25日の天神さんの縁日を訪れる楽しみは、昔は伏見人形を買うことであったが、ここ10年ほどはほとんど見かけなくなった。もう出尽くしたのだ。筆者が毎月12日の東寺の弘法さんの縁日とその4日後の北野天満宮での縁日に欠かさず出かけるようになって何人かの業者と顔見知りになったのは、人生のよき出会いで、今もそれが続いている人がいる。その代表は園部在住のSさんだ。親子で弘法さんと天神さんに出店していたのが、10年ほど前に天神さんのみとなった。同じ頃に筆者も弘法さんには出かけなくなったが、Sさんが元気にしている姿を見るのが、天神さんに出かける最大の目的になっていると言ってもよい。家内と一緒に行くと、筆者が話し好きなあまり、家内はひとり取り残されたように思ってその場を去り、遠くから筆者を睨み続けるが、筆者はそれを無視して10分程度は話す。それ以上になると商売の邪魔をするので、往来する人を見ながらだ。Sさんはかなり高齢で、前回出かけた時は息子さんが風邪で休んでいると言った。ところが先日はいつもと変わらぬように背筋を伸ばして椅子に座っていて、筆者と目が合うなり、声をかけられた。次の瞬間、隣りに出店しているおとなしい息子さんもこちらを向き、筆者と挨拶し合った。Sさんは91歳になって最近は疲れ気味だと話し始めたが、とてもその年齢とは思えないほど、以前の風格のままで、そばにいた家内も驚いた。Sさんは達筆で、学問はしていないと思うが、崇高な儒者か武士の風格がある。弘法さんと天神さんのすべての露天商の中で最高の人格者でまたとても優しく、家内もSさんは他の業者と全然雰囲気が違うと言う。それでこれを読む人はすぐにSさんがわかるはずだ。Sさんは売茶翁を思わせる。それほどにSさんとたまに顔を合わせることが楽しみで、Sさんの顔を見ればもうほとんど用はないが、Sさんの店から50メートルほど離れたところに15年ほど前から店を出している松山市内から来ている夫婦とも毎回話す。
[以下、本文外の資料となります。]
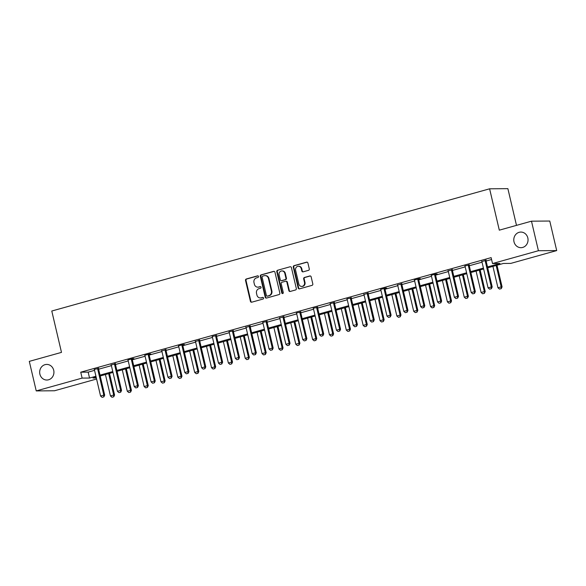 <?xml version="1.0" encoding="UTF-8"?>
<svg xmlns="http://www.w3.org/2000/svg" width="586" height="586" viewBox="0 0 586 586"><rect width="100%" height="100%" fill="white"/><g stroke="black" fill="none" stroke-linecap="round" stroke-linejoin="round"><path stroke-width="0.88" d="M258.507 276.453A0.835 0.769 -90.5 0 0 257.576 275.845L246.31 278.987A1.194 1.091 -90.5 0 0 245.527 280.445L250.42 301.321A1.194 1.091 -90.5 0 0 251.753 302.186L263.019 299.043A0.835 0.769 -90.5 0 0 262.821 297.395A0.835 0.769 -90.5 0 0 262.638 297.417L261.18 297.827A3.831 3.501 -90.5 0 1 256.917 295.058L256.507 293.322A3.831 3.501 -90.5 0 1 259.027 288.664L260.484 288.253A0.835 0.769 -90.5 0 0 260.287 286.605A0.835 0.769 -90.5 0 0 260.103 286.635L258.646 287.037A3.831 3.501 -90.5 0 1 254.383 284.276L253.98 282.533A3.831 3.501 -90.5 0 1 256.5 277.874L257.957 277.471A0.835 0.769 -90.5 0 0 258.507 276.453M514.003 241.798A7.808 7.135 -90.5 0 0 520.976 247.68A7.808 7.135 -90.5 0 0 527.825 237.945A7.808 7.135 -90.5 0 0 520.851 232.071A7.808 7.135 -90.5 0 0 514.003 241.798M39.892 374.154A7.808 7.135 -90.5 0 0 46.865 380.028A7.808 7.135 -90.5 0 0 53.714 370.293A7.808 7.135 -90.5 0 0 46.741 364.419A7.808 7.135 -90.5 0 0 39.892 374.154M308.492 270.344A1.194 1.091 -90.5 0 0 309.283 268.886L307.906 263.033A1.194 1.091 -90.5 0 0 306.573 262.169L294.069 265.656A1.194 1.091 -90.5 0 0 293.278 267.113L298.179 287.99A1.194 1.091 -90.5 0 0 299.512 288.854L312.016 285.367A1.194 1.091 -90.5 0 0 312.807 283.91L311.144 276.834A1.194 1.091 -90.5 0 0 309.811 275.969L304.464 277.464A1.194 1.091 -90.5 0 0 303.673 278.921L304.493 282.43A3.201 2.93 -90.5 0 1 301.687 286.422A3.201 2.93 -90.5 0 1 298.823 284.012L295.6 270.263A3.201 2.93 -90.5 0 1 298.413 266.271A3.201 2.93 -90.5 0 1 301.27 268.681L301.812 270.974A1.194 1.091 -90.5 0 0 303.138 271.838L308.492 270.344M96.58 379.025L54.513 390.767L36.229 390.913L29.3 361.372L61.486 352.384L51.78 311.027L489.603 188.809L499.309 230.166L531.487 221.178L538.417 250.72L556.7 250.581L510.802 263.392L503.389 263.451L487.706 267.831M36.229 390.913L82.128 378.102L89.541 378.043L95.928 376.256M487.501 266.945L499.931 263.48L492.518 263.539L491.134 257.628L80.743 372.191L82.128 378.102M492.518 263.539L538.417 250.72M274.944 272.234A1.194 1.091 -90.5 0 0 273.611 271.369L261.1 274.863A1.194 1.091 -90.5 0 0 260.309 276.314L265.209 297.197A1.194 1.091 -90.5 0 0 266.542 298.062L279.046 294.568A1.194 1.091 -90.5 0 0 279.837 293.11L274.944 272.234M277.581 270.263L290.092 266.769A1.194 1.091 -90.5 0 1 291.425 267.634L296.318 288.51A1.194 1.091 -90.5 0 1 295.534 289.967L290.18 291.462A1.194 1.091 -90.5 0 1 288.847 290.597L286.862 282.13A1.194 1.091 -90.5 0 0 285.529 281.265L281.976 282.254A1.194 1.091 -90.5 0 0 281.192 283.712L283.258 292.524A0.835 0.769 -90.5 0 1 282.525 293.571A0.835 0.769 -90.5 0 1 281.771 292.941L276.797 271.714A1.194 1.091 -90.5 0 1 277.581 270.263L290.092 266.769M516.493 225.368L507.886 188.663L489.603 188.809M80.743 372.191L88.156 372.132L94.544 370.352M98.616 369.209L111.391 365.649M115.464 364.507L128.239 360.939M132.311 359.804L145.086 356.237M149.159 355.101L161.934 351.534M166.014 350.399L178.781 346.831M182.861 345.696L195.629 342.129M199.709 340.993L212.476 337.426M216.556 336.291L229.324 332.723M233.404 331.588L246.171 328.021M250.251 326.885L263.019 323.318M267.099 322.183L279.866 318.616M283.946 317.48L296.714 313.913M300.794 312.778L313.561 309.21M317.641 308.068L330.409 304.508M334.489 303.365L347.256 299.805M351.336 298.662L364.104 295.102M368.184 293.96L380.951 290.4M385.031 289.257L397.799 285.69M401.879 284.554L414.646 280.987M418.726 279.852L431.494 276.284M435.574 275.149L448.341 271.582M452.421 270.446L465.189 266.879M469.269 265.744L482.044 262.176M486.116 261.041L491.573 259.517M98.58 368.521L94.178 369.414M115.427 363.818L111.186 364.997M132.275 359.115L133.945 358.647L132.707 358.654L127.873 360.009M149.122 354.413L150.792 353.944L149.555 353.951L144.72 355.306M165.97 349.71L161.736 350.889M182.817 345.007L184.487 344.539L183.25 344.546L178.415 345.894M199.665 340.298L195.431 341.484M216.512 335.595L212.11 336.489M233.36 330.892L228.958 331.786M250.207 326.19L245.974 327.376M267.055 321.487L262.653 322.381M283.902 316.784L279.669 317.971M300.75 312.082L296.348 312.975M317.597 307.379L313.195 308.273M334.445 302.676L330.043 303.57M351.292 297.974L346.89 298.867M368.14 293.271L363.906 294.45M384.987 288.568L386.657 288.1L385.42 288.107L380.585 289.462M401.835 283.866L397.601 285.045M418.682 279.163L420.352 278.694L419.115 278.702L414.28 280.057M435.53 274.46L437.2 273.992L435.962 273.999L431.128 275.354M452.377 269.75L448.144 270.937M469.225 265.048L464.823 265.941M486.072 260.345L481.839 261.532M531.487 221.178L549.771 221.039L556.7 250.581M96.133 377.135L92.998 378.014L96.338 377.985M483.633 268.967L470.858 272.534M466.786 273.669L454.011 277.237M449.938 278.372L437.163 281.939M433.091 283.075L420.316 286.642M416.243 287.777L403.468 291.345M399.396 292.48L386.621 296.047M382.548 297.183L369.773 300.75M365.701 301.885L352.926 305.453M348.853 306.588L336.078 310.155M332.006 311.298L319.231 314.858M315.158 316L302.383 319.56M298.311 320.703L285.536 324.263M281.463 325.406L268.688 328.966M264.616 330.108L251.841 333.676M247.768 334.811L234.993 338.378M230.921 339.514L218.146 343.081M214.073 344.216L201.298 347.784M197.218 348.919L184.451 352.486M180.371 353.622L167.603 357.189M163.523 358.324L150.756 361.892M146.676 363.027L133.908 366.594M129.828 367.73L117.061 371.297M112.981 372.432L100.213 376M100.008 375.121L112.776 371.553M116.856 370.418L129.623 366.851M133.703 365.715L146.471 362.148M150.551 361.013L163.318 357.445M167.398 356.31L180.166 352.743M184.246 351.607L197.013 348.04M201.093 346.905L213.861 343.337M217.941 342.195L230.708 338.635M234.788 337.492L247.556 333.932M251.636 332.789L264.403 329.229M268.483 328.087L281.251 324.527M285.331 323.384L298.098 319.817M302.178 318.681L314.946 315.114M319.026 313.979L331.793 310.412M335.873 309.276L348.648 305.709M352.721 304.574L365.496 301.006M369.568 299.871L382.343 296.304M386.416 295.168L399.191 291.601M403.263 290.466L416.038 286.898M420.111 285.763L432.886 282.196M436.958 281.06L449.733 277.493M453.806 276.358L466.581 272.79M470.653 271.648L483.428 268.088M88.156 372.132L89.541 378.043M257.803 287.155L258.301 287.155A3.831 3.501 -90.5 0 0 259.144 287.037L258.646 287.037M260.528 286.649L259.144 287.037M260.338 297.944L260.829 297.944A3.831 3.501 -90.5 0 0 261.671 297.82L261.18 297.827M263.063 297.432L261.671 297.82M258.001 275.86L246.809 278.987A1.194 1.091 -90.5 0 0 246.017 280.445L250.918 301.321A1.194 1.091 -90.5 0 0 251.738 302.193M273.611 271.369L274.101 271.362A1.194 1.091 -90.5 0 0 274.101 271.362L261.59 274.856A1.194 1.091 -90.5 0 0 260.807 276.314L265.7 297.19A1.194 1.091 -90.5 0 0 266.527 298.062M262.645 276.16A0.835 0.769 -90.5 0 0 262.096 277.178L266.396 295.505A0.835 0.769 -90.5 0 0 267.326 296.113L268.864 295.681A3.831 3.501 -90.5 0 0 271.384 291.022L268.447 278.497A3.831 3.501 -90.5 0 0 264.183 275.728L262.645 276.16M267.45 296.106A0.835 0.769 -90.5 0 0 267.817 296.106L267.326 296.113M265.026 275.61L265.517 275.61A3.831 3.501 -90.5 0 1 268.937 278.489L271.882 291.015A3.831 3.501 -90.5 0 1 269.355 295.674L267.817 296.106M285.792 281.229L286.283 281.221A1.194 1.091 -90.5 0 1 287.352 282.122L289.345 290.59A1.194 1.091 -90.5 0 0 290.165 291.462M278.079 270.256A1.194 1.091 -90.5 0 0 277.288 271.714L282.269 292.941A0.835 0.769 -90.5 0 0 282.767 293.527M284.803 273.34A3.201 2.93 -90.5 0 0 281.939 270.93A3.201 2.93 -90.5 0 0 279.126 274.929L280.269 279.771A1.194 1.091 -90.5 0 0 281.595 280.635L285.148 279.639A1.194 1.091 -90.5 0 0 285.939 278.189L284.803 273.34L285.294 273.34A3.201 2.93 -90.5 0 0 282.437 270.93L281.939 270.93M281.339 280.672L281.829 280.665A1.194 1.091 -90.5 0 0 282.093 280.628L281.595 280.635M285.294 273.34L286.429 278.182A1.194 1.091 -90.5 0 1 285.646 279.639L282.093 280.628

Sさんと同じように、筆者の姿をしばらく見なかったことを言われた後は世間話だ。当日は好天で梅花祭でもあったので、外国人観光客を含めていつも以上の賑わいであったのに、財布の紐が固くて少しも売れないとこぼしていた。そう言えば車に毎回積んで来るレモンやみかんなどの柑橘類がまだ多く残っていた。あまり安価ではないからだが、売れ行きの悪さは一目でわかり、筆者は重くて後の行動が不自由になるにもかかわらず、名前の知らない柑橘類の大きな一袋を買った。顔馴染みなのでそれくらいは当然だ。とはいえ、Sさんの店ではいつもほしいものがなく、立ち話だけだ。今日の3枚の写真は植木の露店が並ぶ境内西端で、その北端に行くと梅苑が見えたので撮った。梅苑に入るには今は600円すると思うが、鉄条網を巡らせた外側からでも梅の香りが感じられた。